European Commission: Albania should urgently diversify away from hydropower, properly conduct environmental assessments

Photo: Pixabay


June 3, 2019






June 3, 2019





Albania is moderately prepared in the area of energy, according to the European Commission’s latest report on the country’s alignment with the EU acquis.

Albania’s national energy strategy 2018-2030 has been adopted, the Chapter 15 section of the report notes. However, the country has delayed electricity market reforms and should accelerate implementation of the connectivity reform measures, especially by removing legal and contractual obstacles to the integration of energy markets, according to the European Commission.

In the coming year, Albania should in particular:

  • diversify electricity production away from hydropower and promote alternative sources of renewable energy while complying with environmental standards, and establish an organized day-ahead electricity market;
  • finalize the unbundling of energy companies and abolish legal obstacles to the right of customers to change their electricity supplier;
  • fully align its Energy Efficiency Law with the acquis, set up an energy efficiency fund and draft and adopt secondary legislation implementing the Energy Performance of Buildings Directive.

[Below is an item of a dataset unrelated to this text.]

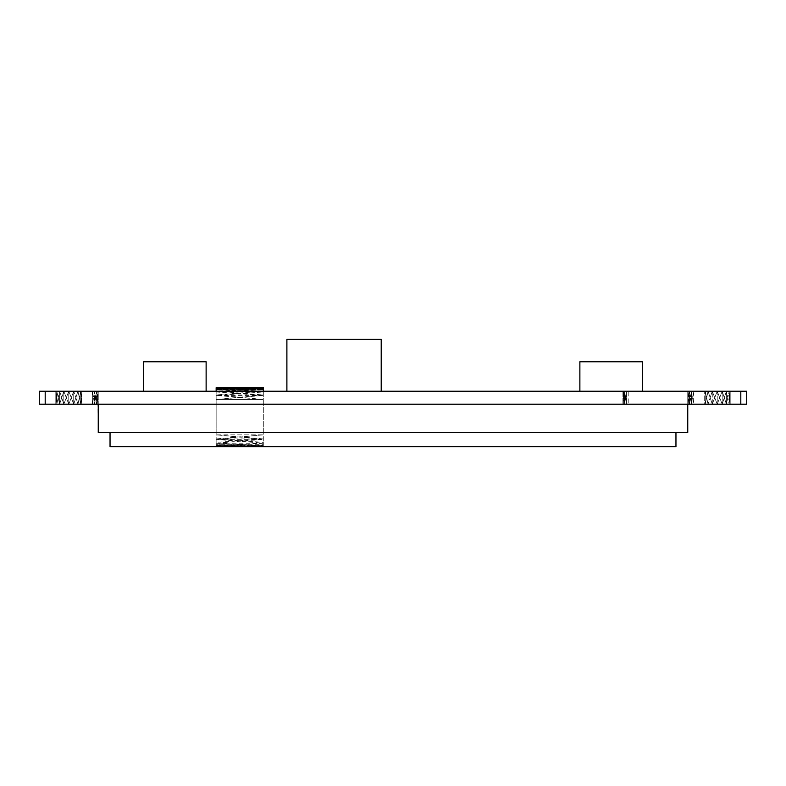 <?xml version="1.0" encoding="UTF-8"?>
<svg xmlns="http://www.w3.org/2000/svg" width="786" height="786" viewBox="0 0 786 786"><rect width="100%" height="100%" fill="white"/><g stroke="black" fill="none" stroke-linecap="round" stroke-linejoin="round"><path stroke-width="0.59" stroke-dasharray="3.93 2.95" d="M216.15 388.874L239.73 389.276L216.15 389.679L263.31 389.679L263.31 388.874L239.73 389.198L263.31 389.512L216.15 389.512L239.73 389.198L216.15 388.874L263.31 388.874L263.31 391.231L216.15 391.231L216.15 388.874L216.15 446.645L216.15 445.466L263.31 445.466L216.15 445.466L239.73 445.063L216.15 444.66L216.15 445.466M216.15 442.361L216.15 444.66L263.31 444.66L263.31 445.466L239.73 445.063L263.31 444.66L263.31 438.912L216.15 442.361L216.15 438.912L263.31 438.912L263.31 434.855L216.15 434.855L216.15 438.912L263.31 442.361M216.15 387.695L216.15 434.855L263.31 434.855L263.31 446.645L675.96 446.645L675.96 432.497L110.04 432.497L110.04 446.645L263.31 446.645L263.31 445.466M263.31 387.695L263.31 388.589L216.15 391.143L263.31 391.143L216.15 388.589L263.31 388.589L263.31 399.485L216.15 399.485L263.31 399.485L263.31 434.855L216.15 439.364L263.31 439.364L216.15 443.196L263.31 443.196L216.15 439.364M263.31 391.143L239.73 393.059L263.31 394.975L216.15 394.975L263.31 399.485L263.31 434.855L216.15 438.912M263.31 443.196L216.15 445.75L263.31 445.75L216.15 443.196M110.04 432.497L675.96 432.497M263.31 389.512L239.73 390.377L263.31 391.231L216.15 391.231L239.73 390.377L216.15 389.512M263.31 388.874L239.73 389.276L263.31 389.679L263.31 391.978L216.15 391.978L263.31 395.427L216.15 395.427L239.73 397.451L216.15 399.485L263.31 394.975M216.15 395.427L263.31 391.978L263.31 399.485L239.73 397.451L263.31 395.427M39.3 391.231L39.3 404.2L45.195 404.2L39.3 404.2L39.3 391.231L45.195 391.231L39.3 391.231L39.3 404.2L45.195 404.2L45.195 391.231L92.355 391.231L92.355 404.2L45.195 404.2L45.195 391.231L39.3 391.231M45.195 404.2L97.798 404.2L98.25 391.231L98.25 404.2L98.25 391.231L98.25 404.2L96.521 404.2L96.521 391.231L96.521 404.2L97.159 397.716L97.798 404.2L97.159 397.716L97.798 391.231L96.521 391.231L97.798 391.231L98.25 432.497L687.75 432.497L687.75 404.2L628.8 404.2L628.8 391.231L623.357 391.231L623.357 404.2L626.54 404.2L623.357 404.2L623.357 391.231L624.634 404.2L623.996 397.716L622.905 404.2L623.996 397.716L622.905 391.231L624.634 391.231L624.634 404.2L624.634 391.231L623.996 397.716L624.634 391.231L626.54 391.231L626.54 404.2L626.54 391.231L624.634 404.2L625.587 397.716L624.634 391.231L625.587 397.716L626.54 391.231L628.8 391.231L628.8 404.2L626.54 404.2L625.587 397.716L626.54 404.2L688.202 404.2L688.202 391.231L688.202 404.2L689.479 404.2L687.75 404.2L687.75 391.231L688.841 397.716L688.202 404.2L688.841 397.716L688.202 391.231L691.385 391.231L628.8 391.231L687.75 391.231L687.75 404.2L687.75 391.231L687.75 404.2L98.25 404.2L98.25 391.231L97.159 397.716L96.521 391.231L97.159 397.716L96.521 404.2L94.615 404.2L94.615 391.231L94.615 404.2L95.568 397.716L96.521 404.2L95.568 397.716L96.521 391.231L94.615 391.231L96.521 391.231L95.568 397.716L94.615 391.231L95.568 397.716L94.615 404.2L92.355 404.2L92.355 391.231L94.615 391.231L45.195 391.231L45.195 404.2L740.805 404.2L740.805 391.231L691.385 391.231L691.385 404.2L689.479 404.2L689.479 391.231L689.479 404.2L688.841 397.716L689.479 391.231L690.432 397.716L689.479 404.2L688.841 397.716L689.479 391.231L690.432 397.716L689.479 404.2L691.385 404.2L691.385 391.231L690.432 397.716L691.385 404.2L690.432 397.716L691.385 391.231L693.645 391.231L693.645 404.2L693.645 391.231L691.385 404.2L693.645 404.2L691.385 404.2M693.645 404.2L746.7 404.2L740.805 404.2L740.805 391.231L746.7 391.231L740.805 391.231L746.7 391.231L746.7 404.2L693.645 404.2L691.385 391.231M740.805 404.2L740.805 391.231L45.195 391.231M740.805 391.231L693.645 391.231M579.872 391.231L642.358 391.231L579.872 391.231L579.872 361.757L642.358 361.757L642.358 391.231M143.642 391.231L206.129 391.231L143.642 391.231L143.642 361.757L206.129 361.757L206.129 391.231M56.788 391.231L81.744 391.231L55.806 391.231L59.608 391.231L59.608 404.2L73.737 404.2L73.737 391.231L63.813 391.231L63.813 404.2L55.806 404.2L63.813 404.2L59.608 404.2L59.608 391.231L59.608 404.2L61.711 397.716L63.813 404.2L68.775 404.2L68.775 391.231L63.813 391.231L63.813 404.2L63.813 391.231L66.289 397.716L63.813 391.231L66.289 397.716L63.813 404.2L63.813 391.231L66.289 397.716L68.775 391.231L80.762 391.231L77.942 391.231L77.942 404.2L77.942 391.231L77.942 404.2L81.744 404.2L80.762 404.2L80.762 391.231L80.762 404.2L80.762 391.231L80.762 404.2L77.942 404.2L80.762 404.2L77.942 404.2L77.942 391.231L79.347 397.716L77.942 404.2L73.737 404.2L77.942 404.2L73.737 404.2L77.942 404.2L79.347 397.716L77.942 391.231L79.347 397.716L80.762 391.231L81.253 397.716L81.744 391.231L80.762 391.231L81.253 397.716L80.762 391.231L79.347 397.716L80.762 404.2L81.253 397.716L80.762 404.2L81.253 397.716L81.744 404.2L81.744 391.231L80.762 391.231L77.942 404.2L79.347 397.716L77.942 391.231L73.737 404.2L73.737 391.231L77.942 391.231L75.839 397.716L73.737 391.231L73.737 404.2L68.775 404.2L68.775 391.231L68.775 404.2L73.737 404.2L63.813 404.2L66.289 397.716L68.775 404.2L63.813 404.2L66.289 397.716L68.775 404.2L73.737 391.231L73.737 404.2L77.942 391.231L75.839 397.716L77.942 404.2L75.839 397.716L77.942 404.2L75.839 397.716L73.737 404.2L75.839 397.716L73.737 391.231L75.839 397.716L73.737 391.231L71.261 397.716L73.737 404.2L71.261 397.716L68.775 404.2L71.261 397.716L68.775 391.231L68.775 404.2L66.289 397.716L63.813 404.2L61.711 397.716L59.608 404.2L63.813 391.231L61.711 397.716L63.813 404.2L61.711 397.716L59.608 404.2L58.203 397.716L59.608 391.231L59.608 404.2L58.203 397.716L59.608 404.2L58.203 397.716L56.788 404.2L56.788 391.231L55.806 391.231L59.608 391.231L61.711 397.716L63.813 391.231L61.711 397.716L59.608 391.231L61.711 397.716L59.608 391.231L56.788 404.2L58.203 397.716L56.788 391.231L56.788 404.2L58.203 397.716L56.788 391.231L56.788 404.2L56.788 391.231L56.788 404.2L56.297 397.716L55.806 404.2L55.806 391.231L55.806 404.2L55.806 391.231L55.806 404.2L56.788 391.231L58.203 397.716L56.788 391.231L56.297 397.716L55.806 391.231L56.297 397.716L56.788 391.231M712.263 391.231L730.194 391.231L717.225 391.231L726.392 391.231L722.187 391.231L722.187 404.2L730.194 404.2L730.194 391.231L726.392 391.231L730.194 391.231L730.194 404.2L729.212 404.2L730.194 404.2L729.212 404.2L729.212 391.231L729.212 404.2L729.212 391.231L729.212 404.2L726.392 404.2L726.392 391.231L726.392 404.2L729.212 404.2L726.392 404.2L726.392 391.231L726.392 404.2L722.187 404.2L722.187 391.231L722.187 404.2L722.187 391.231L724.289 397.716L726.392 391.231L727.797 397.716L729.212 391.231L729.703 397.716L730.194 391.231L730.194 404.2L729.703 397.716L729.212 404.2L729.212 391.231L729.703 397.716L730.194 391.231L730.194 404.2L729.703 397.716L729.212 404.2L729.212 391.231L727.797 397.716L729.212 404.2L726.392 391.231L727.797 397.716L726.392 404.2L722.187 404.2L726.392 404.2L729.212 391.231L727.797 397.716L729.212 404.2L726.392 391.231L724.289 397.716L726.392 404.2L727.797 397.716L726.392 404.2L722.187 391.231L724.289 397.716L722.187 404.2L717.225 404.2L722.187 404.2L724.289 397.716L722.187 391.231L719.711 397.716L722.187 404.2L724.289 397.716L722.187 404.2L719.711 397.716L722.187 391.231L719.711 397.716L722.187 391.231L704.256 391.231L717.225 391.231L717.225 404.2L722.187 404.2L719.711 397.716L722.187 404.2L717.225 404.2L717.225 391.231L717.225 404.2L712.263 404.2L717.225 404.2L712.263 404.2L717.225 404.2L719.711 397.716L717.225 391.231L717.225 404.2L719.711 397.716L717.225 404.2L719.711 397.716L717.225 391.231L719.711 397.716L717.225 391.231L714.739 397.716L717.225 391.231L705.238 391.231L712.263 391.231L712.263 404.2L708.058 404.2L712.263 404.2L712.263 391.231L712.263 404.2L714.739 397.716L717.225 404.2L712.263 391.231L712.263 404.2L714.739 397.716L712.263 404.2L710.161 397.716L712.263 391.231L714.739 397.716L717.225 391.231L714.739 397.716L717.225 404.2L714.739 397.716L712.263 404.2L705.238 404.2L712.263 404.2L708.058 391.231L708.058 404.2L704.256 404.2L708.058 404.2L708.058 391.231L708.058 404.2L708.058 391.231L710.161 397.716L708.058 404.2L710.161 397.716L712.263 404.2L710.161 397.716L712.263 391.231L714.739 397.716L712.263 391.231L710.161 397.716L708.058 391.231L710.161 397.716L708.058 404.2L712.263 391.231M704.256 391.231L705.238 391.231L705.238 404.2L705.238 391.231L705.238 404.2L705.238 391.231L706.653 397.716L705.238 391.231L706.653 397.716L705.238 404.2L708.058 391.231L706.653 397.716L708.058 404.2L705.238 391.231L705.238 404.2L706.653 397.716L705.238 404.2L705.238 391.231L704.256 391.231L704.256 404.2L705.238 404.2L704.256 404.2L704.256 391.231M81.744 404.2L80.762 404.2L79.347 397.716L80.762 391.231L81.253 397.716L81.744 391.231L81.744 404.2L80.762 404.2L79.347 397.716L80.762 404.2L81.253 397.716L81.744 404.2L81.744 391.231L81.744 404.2M746.7 391.231L746.7 404.2L746.7 391.231M622.905 391.231L622.905 404.2L622.905 391.231M286.89 339.356L286.89 391.231L381.21 391.231L381.21 339.356L286.89 339.356M110.04 446.645L675.96 446.645M263.31 438.912L216.15 434.855L263.31 439.364M216.15 391.143L239.73 393.059L216.15 394.975M92.355 404.2L93.485 397.716L94.615 404.2L93.485 397.716L94.615 391.231L93.485 397.716L92.355 391.231L93.485 397.716L92.355 404.2M726.392 391.231L724.289 397.716L726.392 391.231M726.392 404.2L724.289 397.716L726.392 404.2M68.775 391.231L71.261 397.716L68.775 404.2L66.289 397.716L68.775 391.231L71.261 397.716L73.737 391.231L71.261 397.716L73.737 404.2L68.775 391.231L66.289 397.716L68.775 391.231M708.058 391.231L706.653 397.716L708.058 391.231M708.058 404.2L706.653 397.716L708.058 404.2"/><path stroke-width="1.18" d="M216.15 388.481L263.31 388.481L263.31 387.695L216.15 387.695L216.15 391.231M110.04 432.497L110.04 446.645L675.96 446.645L675.96 432.497M263.31 388.481L263.31 391.231M39.3 391.231L39.3 404.2L45.195 404.2L45.195 391.231L39.3 391.231M740.805 391.231L740.805 404.2L746.7 404.2L746.7 391.231L45.195 391.231M206.129 391.231L206.129 361.757L143.642 361.757L143.642 391.231M642.358 391.231L642.358 361.757L579.872 361.757L579.872 391.231M740.805 404.2L45.195 404.2M286.89 339.356L286.89 391.231L381.21 391.231L381.21 339.356L286.89 339.356M98.25 404.2L98.25 432.497L687.75 432.497L687.75 404.2L98.25 404.2M110.04 446.645L675.96 446.645"/></g></svg>

Albania’s electricity system has been interconnected with the neighboring systems of Greece and Montenegro since 2014, when the European Network of Transmission System Operators (ENTSO-E) approved synchronous operation of the Albanian electricity transmission system with the continental European system. Electricity distribution losses in the Albanian power grid in 2018 were high at 24.4%, although they were lower than in 2017 when they stood at 27.5%, the report reads.

Some progress has been achieved in the legal unbundling of the distribution-system operator OSHEE SA from its supply activity. This was achieved by the establishment of three new companies, but effective legal unbundling is pending due to delayed transfer of human resources to the new companies. Functional unbundling has been postponed by the Albanian Energy Regulator Entity (ERE) decision till December 2020. In January 2018, the Energy Community Secretariat initiated an infringement procedure for non-compliance with Albania’s obligations on OSHEE’s unbundling.

Electricity prices are still regulated but should be gradually liberalized once legislation is implemented. The freedom for all customers to switch suppliers is effectively prevented by amendments to the Power Sector Law; implementation is still lacking since most customers connected to 35kV are allowed to be supplied by the supplier of last resort, and all connected to lower voltage level – by universal service supplier. The electricity market remains closed by a regulated contract between state-owned generation and supply companies. This contract must be terminated urgently, according to the report.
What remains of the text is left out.